I am unable to move container from one host node to another i want to live migrate my containers without stopping them
Following is the error i am facing
Error: Failed instance creation:
https://10.128.0.21:8443: Error transferring instance data: migration dump failed
(01.356329) Warn (compel/arch/x86/src/lib/infect.c:281): Will restore 11345 with interrupted system call
(01.939712) Error (criu/page-xfer.c:401): page-xfer: No parent image found, though parent directory is set: No such file or directory
(01.951230) Error (criu/page-xfer.c:401): page-xfer: No parent image found, though parent directory is set: No such file or directory
(03.075407) Warn (criu/files-reg.c:1510): Couldn’t find the build-id note for file with fd 16
(03.076880) Error (criu/files-ext.c:96): Can’t dump file 10 of that type [20666] (chr 10:229)
(03.076893) Error (criu/cr-dump.c:1351): Dump files (pid: 11689) failed with -1
(03.084126) Error (criu/cr-dump.c:1768): Dumping FAILED.
https://10.191.26.1:8443: Error transferring instance data: Unable to connect to: 10.191.26.1:8443
https://[fd42:5e36:39c4:e4b::1]:8443: Error transferring instance data: Unable to connect to: [fd42:5e36:39c4:e4b::1]:8443
That’s CRIU failing to serialize your source container.
It’s very rare for random containers to be live migratable, in most cases, it requires conscious thought on the services being run in them and their setup to make this possible.

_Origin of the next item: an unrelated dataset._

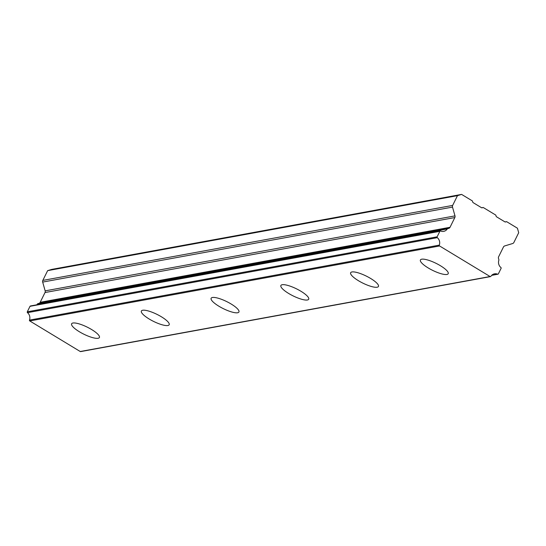 <?xml version="1.0" encoding="UTF-8"?>
<svg xmlns="http://www.w3.org/2000/svg" width="546" height="546" viewBox="0 0 546 546"><rect width="100%" height="100%" fill="white"/><g stroke="black" fill="none" stroke-linecap="round" stroke-linejoin="round"><path stroke-width="0.82" d="M72.911 323.02A15.5 3.911 -153.7 0 0 71.622 323.785A15.5 3.911 -153.7 0 0 81.545 332.999A15.5 3.911 -153.7 0 0 98.123 338.281A15.5 3.911 -153.7 0 0 99.413 337.517A15.5 3.911 -153.7 0 0 89.489 328.31A15.5 3.911 -153.7 0 0 72.911 323.02M421.703 259.2A15.5 3.911 -153.7 0 0 420.413 259.964A15.5 3.911 -153.7 0 0 430.337 269.171A15.5 3.911 -153.7 0 0 446.915 274.461A15.5 3.911 -153.7 0 0 448.205 273.696A15.5 3.911 -153.7 0 0 438.281 264.489A15.5 3.911 -153.7 0 0 421.703 259.2M351.945 271.963A15.5 3.911 -153.7 0 0 350.655 272.727A15.5 3.911 -153.7 0 0 360.578 281.941A15.5 3.911 -153.7 0 0 377.156 287.223A15.5 3.911 -153.7 0 0 378.446 286.466A15.5 3.911 -153.7 0 0 368.523 277.252A15.5 3.911 -153.7 0 0 351.945 271.963M282.186 284.725A15.5 3.911 -153.7 0 0 280.897 285.49A15.5 3.911 -153.7 0 0 290.82 294.704A15.5 3.911 -153.7 0 0 307.398 299.993A15.5 3.911 -153.7 0 0 308.688 299.228A15.5 3.911 -153.7 0 0 298.764 290.015A15.5 3.911 -153.7 0 0 282.186 284.725M212.428 297.495A15.5 3.911 -153.7 0 0 211.138 298.252A15.5 3.911 -153.7 0 0 221.062 307.466A15.5 3.911 -153.7 0 0 237.64 312.756A15.5 3.911 -153.7 0 0 238.93 311.991A15.5 3.911 -153.7 0 0 229.006 302.777A15.5 3.911 -153.7 0 0 212.428 297.495M142.67 310.258A15.5 3.911 -153.7 0 0 141.38 311.022A15.5 3.911 -153.7 0 0 151.303 320.229A15.5 3.911 -153.7 0 0 167.881 325.518A15.5 3.911 -153.7 0 0 169.171 324.754A15.5 3.911 -153.7 0 0 159.248 315.547A15.5 3.911 -153.7 0 0 142.67 310.258M30.76 306.019A0.655 0.601 79.6 0 0 30.023 306.299L27.3 311.807A0.669 0.614 79.6 0 0 27.477 312.66A6.334 5.801 -100.4 0 1 29.47 320.12A0.662 0.607 79.6 0 0 29.757 320.952L439.585 245.966L490.069 276.529L80.242 351.515L29.757 320.952M30.023 306.299A0.655 0.601 79.6 0 0 30.016 306.313L439.851 231.32A0.655 0.601 -100.4 0 1 440.595 231.033A6.327 5.801 -100.4 0 0 443.673 231.374A6.327 5.801 -100.4 0 0 447.29 228.938A0.662 0.607 -100.4 0 1 447.611 228.699L37.776 303.692A0.662 0.607 79.6 0 0 37.462 303.931A6.327 5.801 -100.4 0 1 36.725 304.832M491.653 275.361L497.932 274.208A0.669 0.614 -100.4 0 0 498.355 273.887L501.071 268.386A0.587 0.532 -100.4 0 0 500.894 267.533A6.327 5.801 -100.4 0 1 498.867 260.169A0.662 0.607 -100.4 0 0 498.88 259.739L498.498 258.401A2.109 1.931 -100.4 0 1 498.641 256.729L503.46 246.983A2.239 2.047 -100.4 0 1 504.661 245.946L512.674 243.523A2.211 2.027 -100.4 0 0 513.875 242.485L518.7 232.712L517.424 228.201L506.62 221.656L505.644 221.949A1.106 1.017 -100.4 0 1 504.873 221.847L496.614 216.844A1.085 0.996 -100.4 0 1 496.116 216.182L495.816 215.117L483.21 207.487L482.241 207.78A1.085 0.996 -100.4 0 1 481.463 207.678L473.205 202.675A1.106 1.017 -100.4 0 1 472.706 202.006L472.406 200.942L461.602 194.403L457.48 195.652L452.648 205.419L42.82 280.412A2.211 2.027 79.6 0 0 42.677 282.084L45.154 290.861A2.239 2.047 79.6 0 1 45.011 292.54L40.199 302.279A2.109 1.931 79.6 0 1 38.998 303.323L37.776 303.692M80.242 351.515A0.662 0.607 79.6 0 0 80.644 351.597L490.472 276.61A0.662 0.607 -100.4 0 1 490.069 276.529M461.602 194.403L51.774 269.39L47.645 270.639L42.82 280.412M497.932 274.208A0.669 0.614 -100.4 0 1 497.611 274.174A6.334 5.801 -100.4 0 0 494.526 273.833A6.334 5.801 -100.4 0 0 490.861 276.344A0.662 0.607 -100.4 0 1 490.472 276.61M42.677 282.084L452.504 207.098A2.211 2.027 -100.4 0 1 452.648 205.419M452.504 207.098L454.989 215.875A2.239 2.047 -100.4 0 1 454.838 217.547L450.027 227.293A2.109 1.931 -100.4 0 1 448.826 228.33L447.611 228.699M439.851 231.32L437.128 236.821L27.3 311.807M27.477 312.66L437.312 237.667A0.669 0.614 -100.4 0 1 437.128 236.821M437.312 237.667A6.334 5.801 -100.4 0 1 439.305 245.127A0.662 0.607 79.6 0 0 439.585 245.966M450.027 227.293L40.199 302.279M47.645 270.639L457.48 195.652M506.62 221.656L505.07 221.942M483.21 207.487L481.661 207.767M448.826 228.33L38.998 303.323M439.305 245.127L29.47 320.12M497.611 274.174L491.769 275.245M37.462 303.931L447.29 228.938M45.011 292.54L454.838 217.547M454.989 215.875L45.154 290.861M30.433 305.978L440.267 230.992"/></g></svg>

There are a couple of show stoper issues with CRIU right now which @brauner is working on, but in your case you seem to be hitting a different issue.
The error above says that CRIU failed to dump a file descriptor from process 11689, that’s for fd slot 10 which holds a descriptor of a type which CRIU does not support.
The only options out of that are 1) configure whatever process that is to not use that kind of files 2) do not run whatever process that is 3) add support to the Linux kernel and CRIU to serialize that particular file type
https://10.128.0.21:8443: Error transferring instance data: migration dump failed
(00.834725) Warn (compel/arch/x86/src/lib/infect.c:281): Will restore 9476 with interrupted system call
(02.097016) Error (criu/page-xfer.c:401): page-xfer: No parent image found, though parent directory is set: No such file or directory
(02.124676) Error (criu/page-xfer.c:401): page-xfer: No parent image found, though parent directory is set: No such file or directory
(02.124781) Error (criu/page-xfer.c:401): page-xfer: No parent image found, though parent directory is set: No such file or directory
(04.304474) Warn (compel/arch/x86/src/lib/infect.c:281): Will restore 9951 with interrupted system call
(05.221252) Warn (criu/files-reg.c:1510): Couldn’t find the build-id note for file with fd 16
(05.223459) Error (criu/files-ext.c:96): Can’t dump file 10 of that type [20666] (chr 10:229)
(05.223479) Error (criu/cr-dump.c:1351): Dump files (pid: 9515) failed with -1
(05.234506) Error (criu/cr-dump.c:1768): Dumping FAILED.
https://10.191.26.1:8443: Error transferring instance data: Unable to connect to: 10.191.26.1:8443
https://[fd42:5e36:39c4:e4b::1]:8443: Error transferring instance data: Unable to connect to: [fd42:5e36:39c4:e4b::1]:8443
Ah, you got further with that one, you may have now hit one of the issues that @brauner is working on.
Can you take a look at /var/snap/lxd/common/lxd/logs/migration/ on the target and look for restore log files. The content of those files may indicate what happened.